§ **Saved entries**
□ □ □
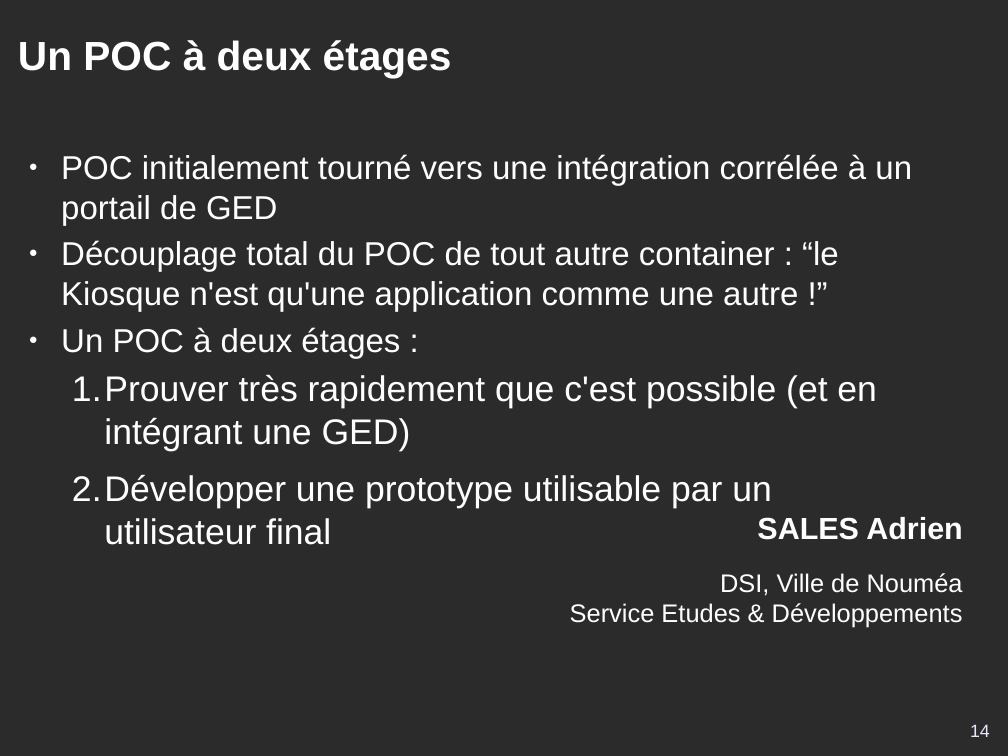
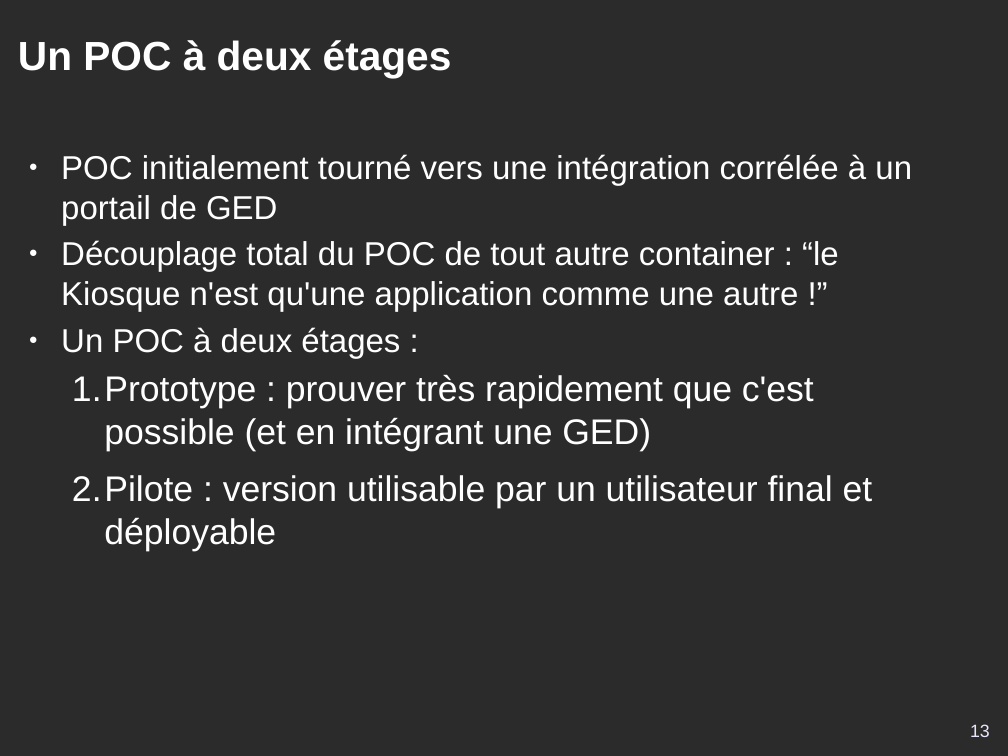
Before and after one commit to DSI-Ville-Noumea/sirh-kiosque-j2ee-old, a slide deck: slide 13 of src/site/resources/Kiosque_RH_J2EE_11021.odp (slide 14 before the commit). Drawn at 1008x756 pixels with LibreOffice and Linux fonts; fonts in the diff are those of the drawing; background and template pictures are left out; a plain dark background stands for a picture behind light text. Boxes give left, top, right and bottom in pixels: in the first picture for what was removed or moved away, otherwise in the second. Text is boxed around its words. In the diff, an @@ line names an element or a change of style, - is before the commit and + after.

```diff
--- a/src/site/resources/Kiosque_RH_J2EE_11021.odp
+++ b/src/site/resources/Kiosque_RH_J2EE_11021.odp
@@ text at <box>72,374,873,508</box>: text changed @@
-  1. Prouver très rapidement que c'est possible (et en intégrant une GED)
-  2. Développer une prototype utilisable par un utilisateur final
+  1. Prototype : prouver très rapidement que c'est possible (et en intégrant une GED)
+  2. Pilote : version utilisable par un utilisateur final et déployable
@@ text removed at <box>570,517,963,628</box> @@
-SALES Adrien
-DSI, Ville de Nouméa
-Service Etudes & Développements
@@ page number at <box>970,724,990,737</box>: text changed @@
-14
+13
```
Also in this commit, not shown: 21 other slides changed, 3 slides added, 2 slides removed.
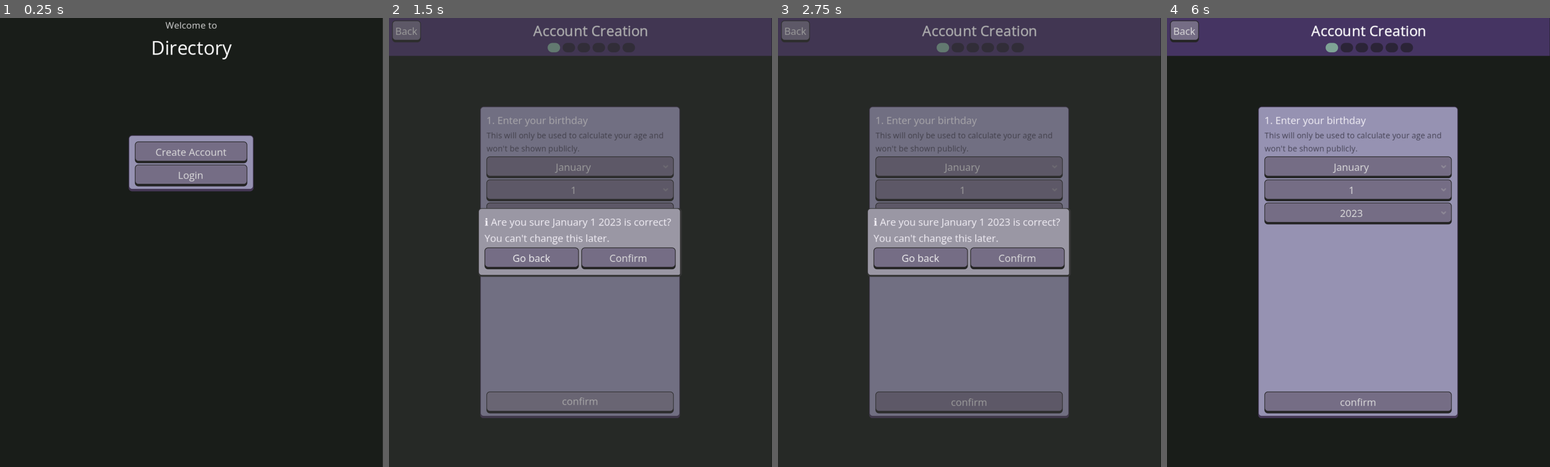
Above: before the commit, frames 1-4 (left to right).
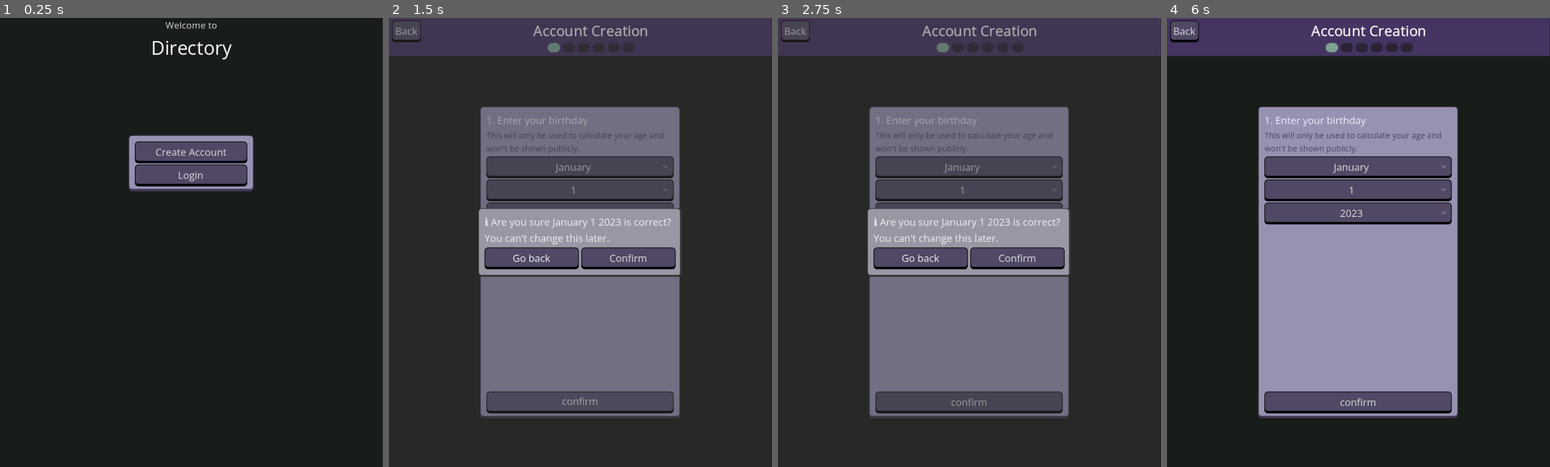
Above: after the commit, the same moments.

Repository: meet-directory/directory-app
Game: Godot game, scene res://app/login_screen/login.tscn
The game is run twice, just before and just after one commit, with the same random seed, the same clock (stepped at 60 frames per second) and the same inputs.
Inputs:
- Up to frame 1 (0.25 s): no input
- Up to frame 2 (1.5 s): click "Create Account" at 0.5 s; click "confirm" at 1.25 s
- Up to frame 3 (2.75 s): click "confirm" at 2 s
- Up to frame 4 (6 s): click "Confirm" at 2.75 s; click "January" at 3.5 s; click "1" at 4.25 s; click "2023" at 5 s; click "Okay" at 5.75 s

The runs differ from the first frame. In frame 1, 2.7% of the frame differs, in the area x 35-65%, y 27-38%; in frame 2, 4.2%; in frame 3, 2.2%; in frame 4, 9.5%, in the area x 0-75%, y 0-88%.
Error in both runs: Invalid access to property or key 'latitude' on a base object of type 'Nil'. (res://globals/location_service.gd:123)

Commit message:
add color changer tool and update style

Diff:
--- /dev/null
+++ b/globals/styling.gd
@@ -0,0 +1,81 @@
+@tool
+extends Node
+
+@export var accent_color:Color:
+	set(value):
+		if value != accent_color:
+			accent_color = value
+			apply_accent(accent_color)
+
+@export_subgroup("Styles")
+@export var theme:Theme
+@export var main_screen_button_normal:StyleBoxFlat
+
+
+signal accent_changed(new_accent: Color)
+
+func apply_accent(accent: Color) -> void:
+	_update_button_styles(accent)
+	# Repeat for other types as needed: CheckBox, OptionButton, etc.
+	accent_changed.emit(accent)
+
+func _update_button_styles(accent: Color) -> void:
+	main_screen_button_normal.bg_color = accent
+	var normal := theme.get_stylebox("normal", "Button") as StyleBoxFlat
+	var pressed := theme.get_stylebox("pressed", "Button") as StyleBoxFlat
+	var hover := theme.get_stylebox("hover", "Button") as StyleBoxFlat
+	var focus := theme.get_stylebox("focus", "Button") as StyleBoxFlat
+	var disabled := theme.get_stylebox("disabled", "Button") as StyleBoxFlat
+
+	var border_color = derive_border(accent)
+	if normal:
+		normal.bg_color = accent
+		normal.border_color = border_color
+	if pressed:
+		pressed.bg_color  = derive_pressed(accent)
+		pressed.border_color = border_color
+	if hover:
+		hover.bg_color = derive_hover(accent)
+		hover.border_color = border_color
+	if focus:
+		focus.bg_color    = derive_focused(accent)
+		focus.border_color = border_color
+	if disabled:
+		disabled.bg_color = derive_disabled(accent)
+		disabled.border_color = border_color
+
+static func derive_border(accent: Color) -> Color:
+	var h := accent.h
+	var s := accent.s
+	var v := accent.v
+	# Shift hue toward blue
+	h = lerp(h, 0.66, 0.08)
+	v = clamp(v - 0.42, 0.0, 1.0)
+	s = clamp(s - 0.2, 0.0, 1.0)
+	return Color.from_hsv(h, s, v, accent.a)
+
+static func derive_pressed(accent: Color) -> Color:
+	var h := accent.h
+	var s := accent.s
+	var v := accent.v
+	# Shift hue toward blue
+	h = lerp(h, 0.66, 0.08)
+	v = clamp(v - 0.08, 0.0, 1.0)
+	s = clamp(s + 0.05, 0.0, 1.0)
+	return Color.from_hsv(h, s, v, accent.a)
+
+static func derive_focused(accent: Color) -> Color:
+	# Slightly lighter
+	var h := accent.h
+	var s := accent.s
+	var v := accent.v
+	v = clamp(v + 0.10, 0.0, 1.0)
+	s = clamp(s - 0.05, 0.0, 1.0)
+	return Color.from_hsv(h, s, v, accent.a)
+
+static func derive_hover(accent: Color) -> Color:
+	var v = clamp(accent.v + 0.05, 0.0, 1.0)
+	return Color.from_hsv(accent.h, accent.s, v, accent.a)
+
+static func derive_disabled(accent: Color) -> Color:
+	return Color.from_hsv(accent.h, accent.s * 0.3, accent.v * 0.8, 0.6)
--- /dev/null
+++ b/globals/styling.tscn
@@ -0,0 +1,11 @@
+[gd_scene format=3 uid="uid://brwlx66wrpnae"]
+
+[ext_resource type="Script" uid="uid://2su4xds1o10n" path="res://globals/styling.gd" id="1_cu2l7"]
+[ext_resource type="Theme" uid="uid://c52euoe38n0nm" path="res://resources/styles/app_theme.tres" id="2_mgyx0"]
+[ext_resource type="StyleBox" uid="uid://p7paiqtk5qkk" path="res://resources/styles/main_screen_button.tres" id="3_eauh1"]
+
+[node name="Styling" type="Node" unique_id=655100868]
+script = ExtResource("1_cu2l7")
+accent_color = Color(0.3152464, 0.28283867, 0.3914337, 1)
+theme = ExtResource("2_mgyx0")
+main_screen_button_normal = ExtResource("3_eauh1")
--- a/resources/styles/app_theme.tres
+++ b/resources/styles/app_theme.tres
@@ -7,12 +7,12 @@
 content_margin_top = 5.0
 content_margin_right = 5.0
 content_margin_bottom = 5.0
-bg_color = Color(0.47944, 0.45759997, 0.52, 0.8627451)
+bg_color = Color(0.294862, 0.28708416, 0.31314695, 0.6)
 border_width_left = 1
 border_width_top = 1
 border_width_right = 1
 border_width_bottom = 4
-border_color = Color(0.15, 0.15, 0.15, 0.8627451)
+border_color = Color(0, 0, 0, 1)
 corner_radius_top_left = 5
 corner_radius_top_right = 5
 corner_radius_bottom_right = 5
@@ -24,44 +24,29 @@
 [sub_resource type="StyleBoxFlat" id="StyleBoxFlat_ijf42"]
 content_margin_left = 5.0
 content_margin_right = 5.0
-bg_color = Color(0.5389991, 0.5066722, 0.6044201, 1)
+bg_color = Color(0.35551462, 0.31896725, 0.4414337, 1)
 border_width_left = 1
 border_width_top = 1
 border_width_right = 1
 border_width_bottom = 4
-border_color = Color(0.14406252, 0.14406258, 0.14406243, 1)
+border_color = Color(0, 0, 0, 1)
 corner_radius_top_left = 5
 corner_radius_top_right = 5
 corner_radius_bottom_right = 5
 corner_radius_bottom_left = 5
 expand_margin_bottom = 2.0
 
-[sub_resource type="StyleBoxFlat" id="StyleBoxFlat_q8n6m"]
-content_margin_left = 5.0
-content_margin_top = 2.0
-content_margin_right = 5.0
-bg_color = Color(0.38116235, 0.35505405, 0.43694466, 1)
-border_width_left = 1
-border_width_top = 3
-border_width_right = 1
-border_width_bottom = 1
-border_color = Color(0.14406252, 0.14406258, 0.14406243, 1)
-corner_radius_top_left = 5
-corner_radius_top_right = 5
-corner_radius_bottom_right = 5
-corner_radius_bottom_left = 5
-
 [sub_resource type="StyleBoxFlat" id="StyleBoxFlat_32p4c"]
 content_margin_left = 5.0
 content_margin_top = 5.0
 content_margin_right = 5.0
 content_margin_bottom = 5.0
-bg_color = Color(0.45916003, 0.42639998, 0.52, 1)
+bg_color = Color(0.3152464, 0.28283867, 0.3914337, 1)
 border_width_left = 1
 border_width_top = 1
 border_width_right = 1
 border_width_bottom = 4
-border_color = Color(0.14406252, 0.14406258, 0.14406243, 1)
+border_color = Color(0, 0, 0, 1)
 corner_radius_top_left = 5
 corner_radius_top_right = 5
 corner_radius_bottom_right = 5
@@ -72,12 +57,12 @@
 content_margin_left = 5.0
 content_margin_top = 2.0
 content_margin_right = 5.0
-bg_color = Color(0.36719185, 0.3394023, 0.42230654, 1)
+bg_color = Color(0.23713186, 0.20946127, 0.31143367, 1)
 border_width_left = 1
 border_width_top = 3
 border_width_right = 1
 border_width_bottom = 1
-border_color = Color(0.14406252, 0.14406258, 0.14406243, 1)
+border_color = Color(0, 0, 0, 1)
 corner_radius_top_left = 5
 corner_radius_top_right = 5
 corner_radius_bottom_right = 5
@@ -134,7 +119,6 @@
 Button/styles/disabled = SubResource("StyleBoxFlat_g35wo")
 Button/styles/focus = SubResource("StyleBoxEmpty_pll2o")
 Button/styles/hover = SubResource("StyleBoxFlat_ijf42")
-Button/styles/hover_pressed = SubResource("StyleBoxFlat_q8n6m")
 Button/styles/normal = SubResource("StyleBoxFlat_32p4c")
 Button/styles/pressed = SubResource("StyleBoxFlat_etiqk")
 CheckBox/styles/hover = SubResource("StyleBoxFlat_qvy20")
--- a/resources/styles/main_screen_button.tres
+++ b/resources/styles/main_screen_button.tres
@@ -5,7 +5,7 @@
 content_margin_top = 15.0
 content_margin_right = 5.0
 content_margin_bottom = 15.0
-bg_color = Color(0.46566662, 0.4235, 0.55, 1)
+bg_color = Color(0.3152464, 0.28283867, 0.3914337, 1)
 border_width_left = 1
 border_width_top = 1
 border_width_right = 1
Not shown, added: globals/styling.gd.uid
□ □ □
§ **Exercise prompt**
Which lines above hold the word "path"? Copy each of them.

§ **Solved exercise**
+[ext_resource type="Script" uid="uid://2su4xds1o10n" path="res://globals/styling.gd" id="1_cu2l7"]
+[ext_resource type="Theme" uid="uid://c52euoe38n0nm" path="res://resources/styles/app_theme.tres" id="2_mgyx0"]
+[ext_resource type="StyleBox" uid="uid://p7paiqtk5qkk" path="res://resources/styles/main_screen_button.tres" id="3_eauh1"]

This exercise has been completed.